== RECORD EXTRACTS

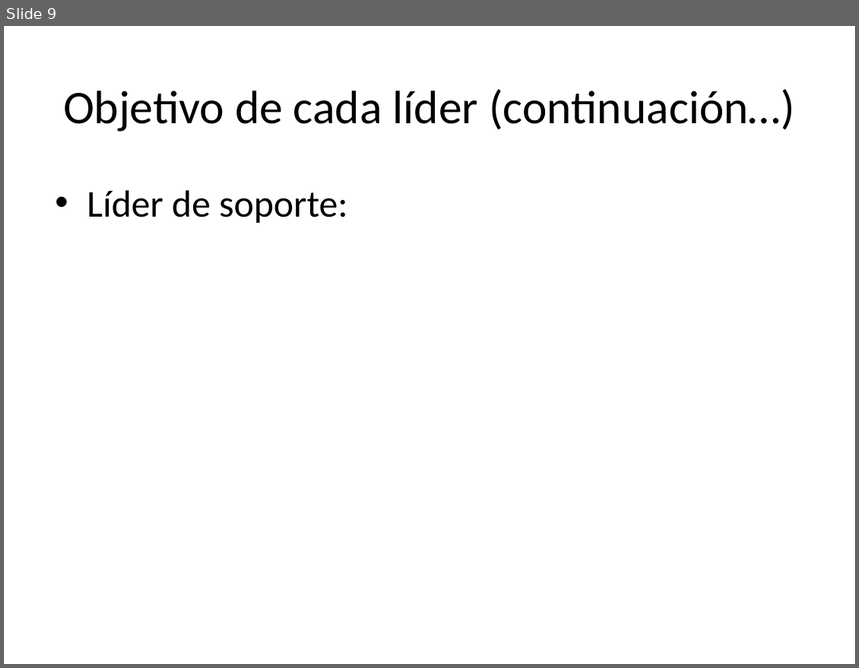
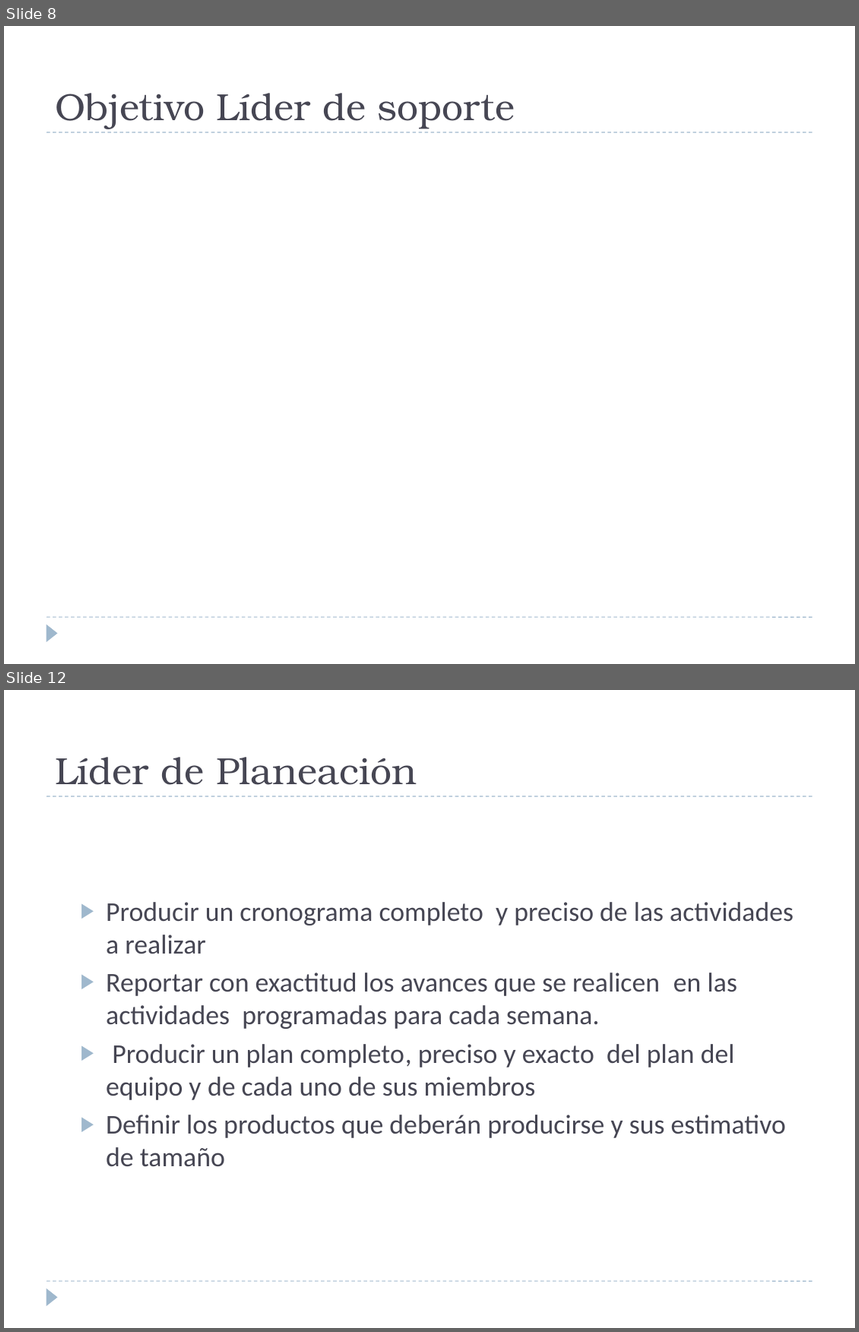
Before and after one commit to heberjp/proyecto-tsp-sistema-comidas-rapidas, a slide deck: 1 - Planeacion/2 - Estrategia/Vison General TCP.pptx. Shown one above the other, each under a label of ours: slide 9 before the commit, slides 8 and 12 after it; the slides between them are not shown. The pictures are 859x668 and 859x1332 pixels, drawn with LibreOffice and Linux fonts; fonts in the diff are those of the drawing. Boxes give left, top, right and bottom in pixels: in the first picture for what was removed or moved away, otherwise in the second. Text is boxed around its words. In the diff, an @@ line names an element or a change of style, - is before the commit and + after.

```diff
--- a/1 - Planeacion/2 - Estrategia/Vison General TCP.pptx
+++ b/1 - Planeacion/2 - Estrategia/Vison General TCP.pptx
@@ slide 12 added at [4,690,855,1328], background #FFFFFF; not listed: 3 template elements that a slide beside it also shows @@
@@ title added at [55,757,417,785], 32 pt, text #464653 @@
+Líder de Planeación
@@ text added at [106,902,794,1167], 23 pt, text #464653 @@
+  ▶ Producir un cronograma completo y preciso de las actividades a realizar
+  ▶ Reportar con exactitud los avances que se realicen en las actividades programadas para cada semana.
+  ▶ Producir un plan completo, preciso y exacto del plan del equipo y de cada uno de sus miembros
+  ▶ Definir los productos que deberán producirse y sus estimativo de tamaño
@@ what was slide 9 is now slide 8 @@
@@ slide 8 changed as well @@
@@ title "Objetivo Líder de soporte" at [55,93,515,129]: vertical alignment middle to bottom @@
@@ title at [55,93,515,129]: text changed; size 39.6 to 32 pt; font Calibri to TeX Gyre Bonum; text colour #000000 to #464653 @@
-Objetivo de cada líder (continuación…)
+Objetivo Líder de soporte
@@ line added from (47, 132) to (813, 132), #9FB8CD 0.75 pt dashed @@
@@ text removed at [87,190,348,223] @@
-• Líder de soporte:
@@ line added from (47, 617) to (813, 617), #9FB8CD 0.75 pt dashed @@
@@ triangle added at [47,624,58,642], fill #9FB8CD @@
```
Also in this commit, not shown: 10 other slides changed, 8 other slides added, 7 slides removed.
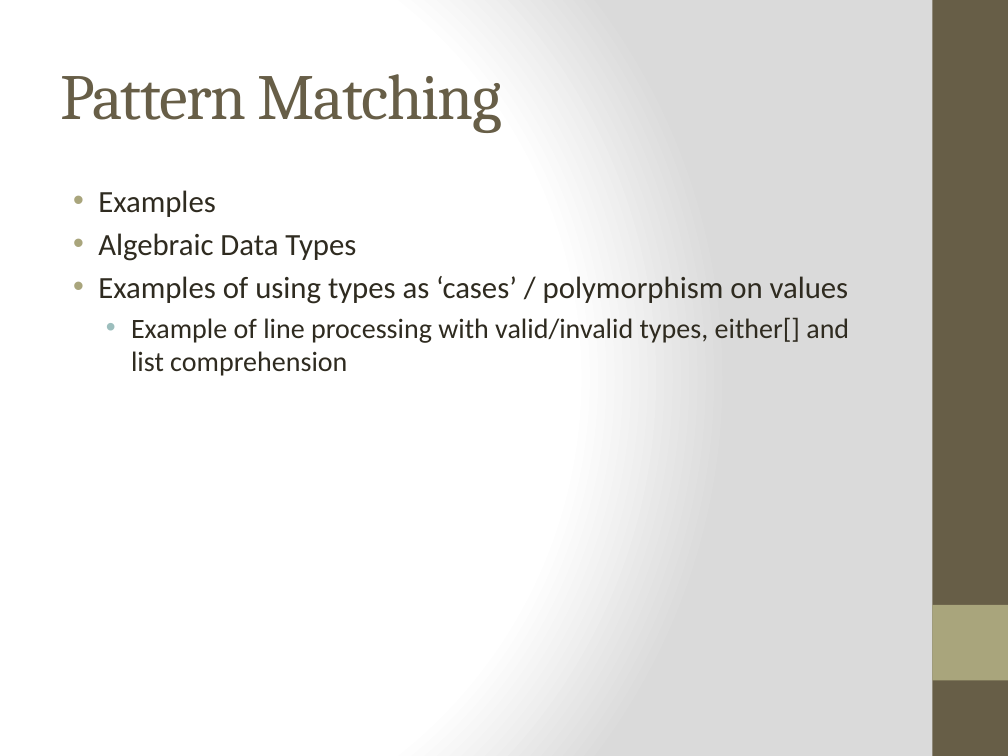
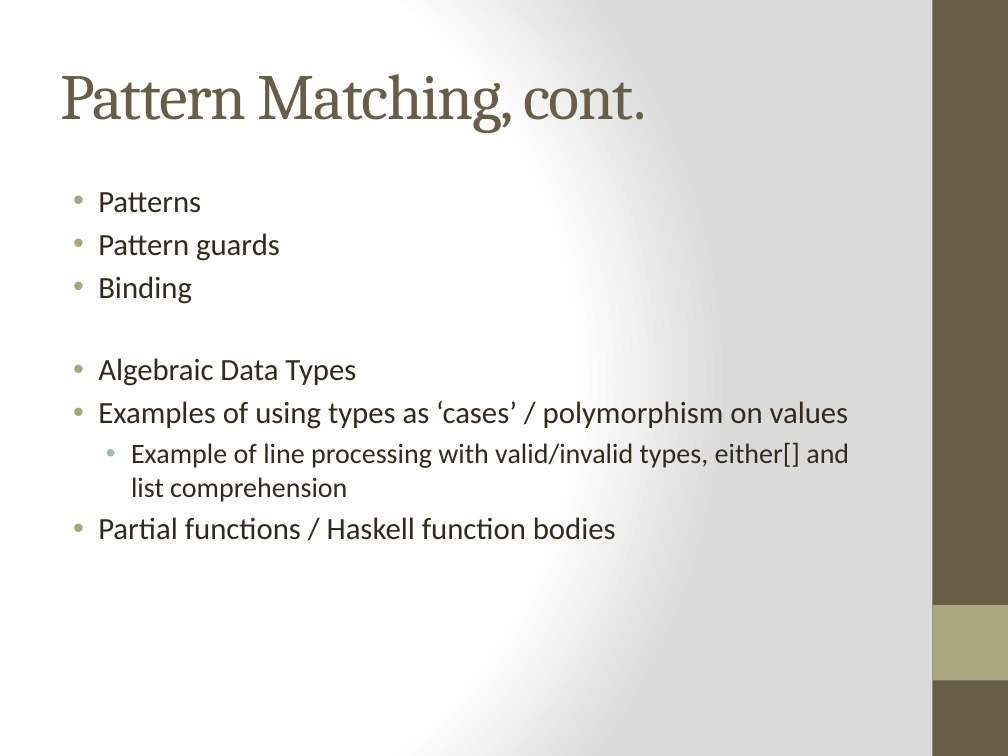
Before and after one commit to bjhartin/FoundationsOfFunctionalProgramming, a slide deck: slide 32 of FoundationsOfFunctionalProgramming.pptx (slide 26 before the commit). Drawn at 1008x756 pixels with LibreOffice and Linux fonts; fonts in the diff are those of the drawing. Boxes give left, top, right and bottom in pixels: in the first picture for what was removed or moved away, otherwise in the second. Text is boxed around its words. In the diff, an @@ line names an element or a change of style, - is before the commit and + after.

Commit message:
Brian: #WIP on pattern matching slides and examples.

```diff
--- a/FoundationsOfFunctionalProgramming.pptx
+++ b/FoundationsOfFunctionalProgramming.pptx
@@ title at [60, 74, 646, 133]: text changed @@
-Pattern Matching
+Pattern Matching, cont.
@@ text at [98, 192, 280, 304]: text changed @@
-• Examples
+• Patterns
+• Pattern guards
+• Binding
@@ text at [98, 517, 616, 540]: paragraph added @@
+• Partial functions / Haskell function bodies
```
Also in this commit, not shown: 4 other slides changed, 10 slides added, 1 slide removed, 10 other files.
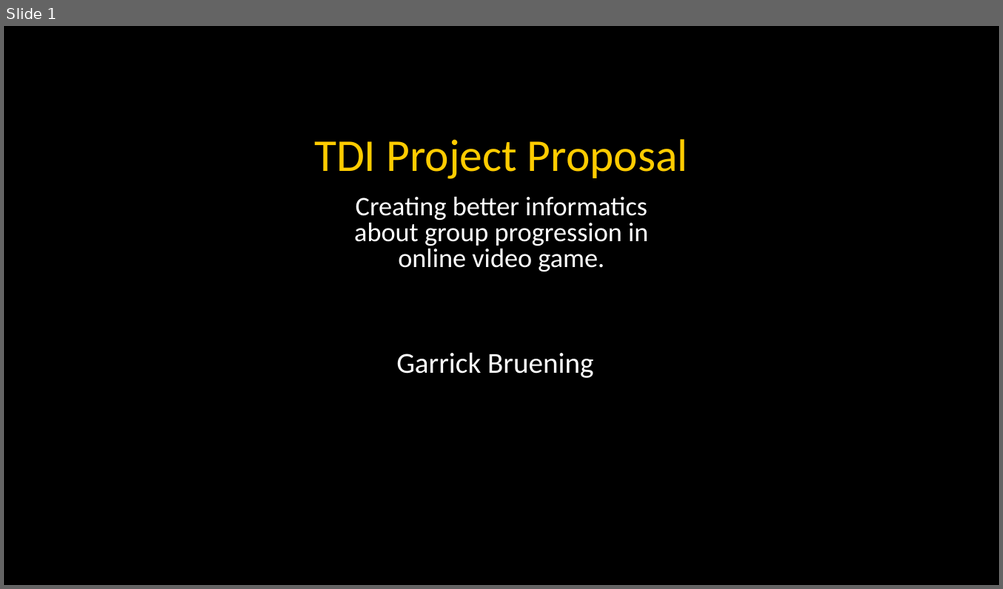
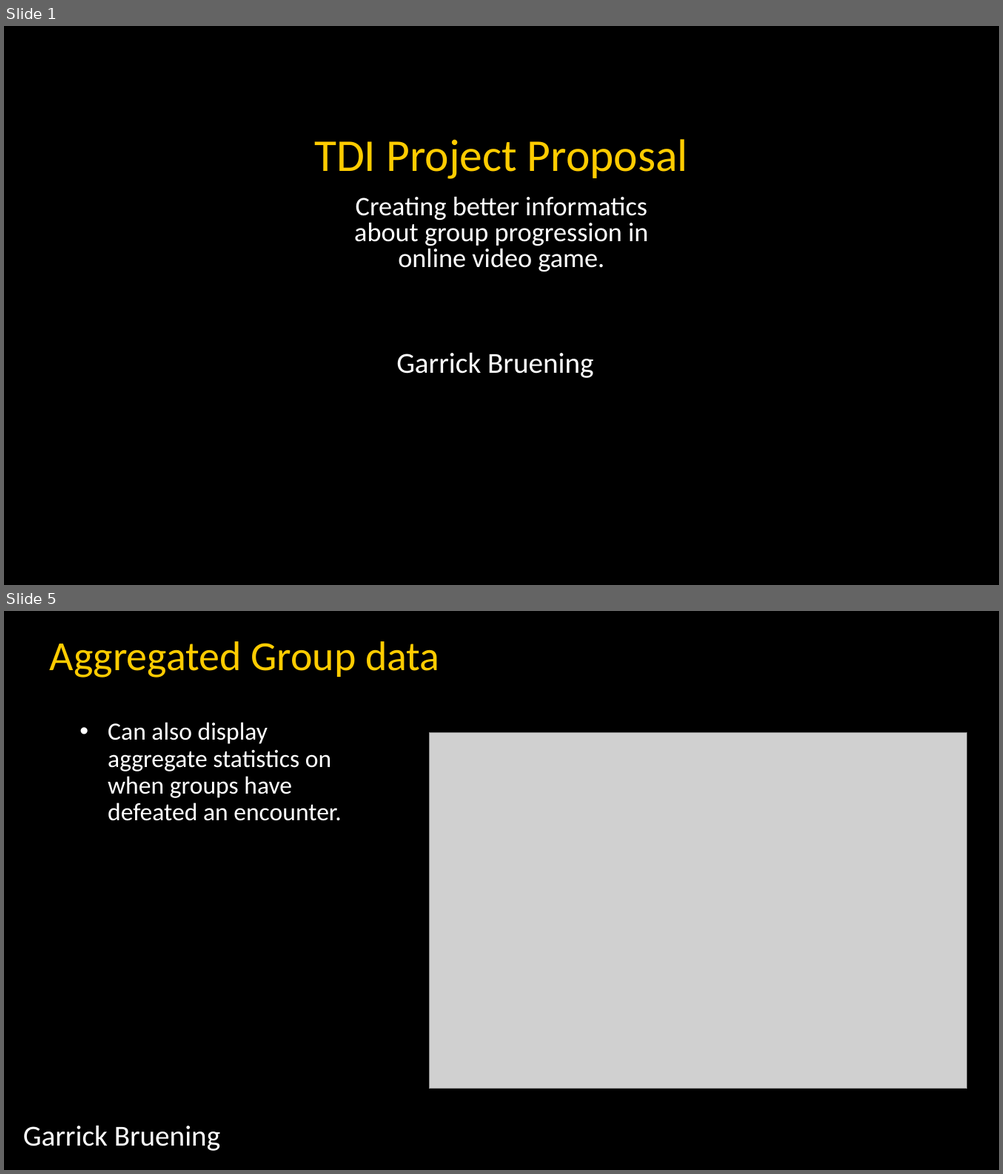
Before and after one commit to GBruening/succes_predictor, a slide deck: TDI/TDI_pitch.pptx. Shown one above the other, each under a label of ours: slide 1 before the commit, slides 1 and 5 after it; the slides between them are not shown. The pictures are 1003x589 and 1003x1174 pixels, drawn with LibreOffice and Linux fonts; fonts in the diff are those of the drawing; grey boxes stand for pictures. Boxes give left, top, right and bottom in pixels: in the first picture for what was removed or moved away, otherwise in the second. Text is boxed around its words. In the diff, an @@ line names an element or a change of style, - is before the commit and + after.

```diff
--- a/TDI/TDI_pitch.pptx
+++ b/TDI/TDI_pitch.pptx
@@ slide 5 added at (4, 611, 999, 1170), background #000000 @@
@@ text added at (50, 641, 440, 678), 40 pt, text #FFCC00 @@
+Aggregated Group data
@@ text added at (108, 722, 341, 821), 24 pt, text #FFFFFF @@
+• Can also display aggregate statistics on when groups have defeated an encounter.
@@ picture added at (430, 732, 967, 1088) @@
@@ text added at (23, 1125, 220, 1151), 28 pt, text #FFFFFF @@
+Garrick Bruening
```
Also in this commit, not shown: 4 slides changed, 1 other slide added, 1 slide removed, 18 other files.

====

## [WHAT IS NEEDED]
A verbatim transcript of the entries above is required, with the pictures left out.

## [RESPONSE BOX]
Before and after one commit to heberjp/proyecto-tsp-sistema-comidas-rapidas, a slide deck: 1 - Planeacion/2 - Estrategia/Vison General TCP.pptx. Shown one above the other, each under a label of ours: slide 9 before the commit, slides 8 and 12 after it; the slides between them are not shown. The pictures are 859x668 and 859x1332 pixels, drawn with LibreOffice and Linux fonts; fonts in the diff are those of the drawing. Boxes give left, top, right and bottom in pixels: in the first picture for what was removed or moved away, otherwise in the second. Text is boxed around its words. In the diff, an @@ line names an element or a change of style, - is before the commit and + after.

```diff
--- a/1 - Planeacion/2 - Estrategia/Vison General TCP.pptx
+++ b/1 - Planeacion/2 - Estrategia/Vison General TCP.pptx
@@ slide 12 added at [4,690,855,1328], background #FFFFFF; not listed: 3 template elements that a slide beside it also shows @@
@@ title added at [55,757,417,785], 32 pt, text #464653 @@
+Líder de Planeación
@@ text added at [106,902,794,1167], 23 pt, text #464653 @@
+  ▶ Producir un cronograma completo y preciso de las actividades a realizar
+  ▶ Reportar con exactitud los avances que se realicen en las actividades programadas para cada semana.
+  ▶ Producir un plan completo, preciso y exacto del plan del equipo y de cada uno de sus miembros
+  ▶ Definir los productos que deberán producirse y sus estimativo de tamaño
@@ what was slide 9 is now slide 8 @@
@@ slide 8 changed as well @@
@@ title "Objetivo Líder de soporte" at [55,93,515,129]: vertical alignment middle to bottom @@
@@ title at [55,93,515,129]: text changed; size 39.6 to 32 pt; font Calibri to TeX Gyre Bonum; text colour #000000 to #464653 @@
-Objetivo de cada líder (continuación…)
+Objetivo Líder de soporte
@@ line added from (47, 132) to (813, 132), #9FB8CD 0.75 pt dashed @@
@@ text removed at [87,190,348,223] @@
-• Líder de soporte:
@@ line added from (47, 617) to (813, 617), #9FB8CD 0.75 pt dashed @@
@@ triangle added at [47,624,58,642], fill #9FB8CD @@
```
Also in this commit, not shown: 10 other slides changed, 8 other slides added, 7 slides removed.
Before and after one commit to bjhartin/FoundationsOfFunctionalProgramming, a slide deck: slide 32 of FoundationsOfFunctionalProgramming.pptx (slide 26 before the commit). Drawn at 1008x756 pixels with LibreOffice and Linux fonts; fonts in the diff are those of the drawing. Boxes give left, top, right and bottom in pixels: in the first picture for what was removed or moved away, otherwise in the second. Text is boxed around its words. In the diff, an @@ line names an element or a change of style, - is before the commit and + after.

Commit message:
Brian: #WIP on pattern matching slides and examples.

```diff
--- a/FoundationsOfFunctionalProgramming.pptx
+++ b/FoundationsOfFunctionalProgramming.pptx
@@ title at [60, 74, 646, 133]: text changed @@
-Pattern Matching
+Pattern Matching, cont.
@@ text at [98, 192, 280, 304]: text changed @@
-• Examples
+• Patterns
+• Pattern guards
+• Binding
@@ text at [98, 517, 616, 540]: paragraph added @@
+• Partial functions / Haskell function bodies
```
Also in this commit, not shown: 4 other slides changed, 10 slides added, 1 slide removed, 10 other files.
Before and after one commit to GBruening/succes_predictor, a slide deck: TDI/TDI_pitch.pptx. Shown one above the other, each under a label of ours: slide 1 before the commit, slides 1 and 5 after it; the slides between them are not shown. The pictures are 1003x589 and 1003x1174 pixels, drawn with LibreOffice and Linux fonts; fonts in the diff are those of the drawing; grey boxes stand for pictures. Boxes give left, top, right and bottom in pixels: in the first picture for what was removed or moved away, otherwise in the second. Text is boxed around its words. In the diff, an @@ line names an element or a change of style, - is before the commit and + after.

```diff
--- a/TDI/TDI_pitch.pptx
+++ b/TDI/TDI_pitch.pptx
@@ slide 5 added at (4, 611, 999, 1170), background #000000 @@
@@ text added at (50, 641, 440, 678), 40 pt, text #FFCC00 @@
+Aggregated Group data
@@ text added at (108, 722, 341, 821), 24 pt, text #FFFFFF @@
+• Can also display aggregate statistics on when groups have defeated an encounter.
@@ picture added at (430, 732, 967, 1088) @@
@@ text added at (23, 1125, 220, 1151), 28 pt, text #FFFFFF @@
+Garrick Bruening
```
Also in this commit, not shown: 4 slides changed, 1 other slide added, 1 slide removed, 18 other files.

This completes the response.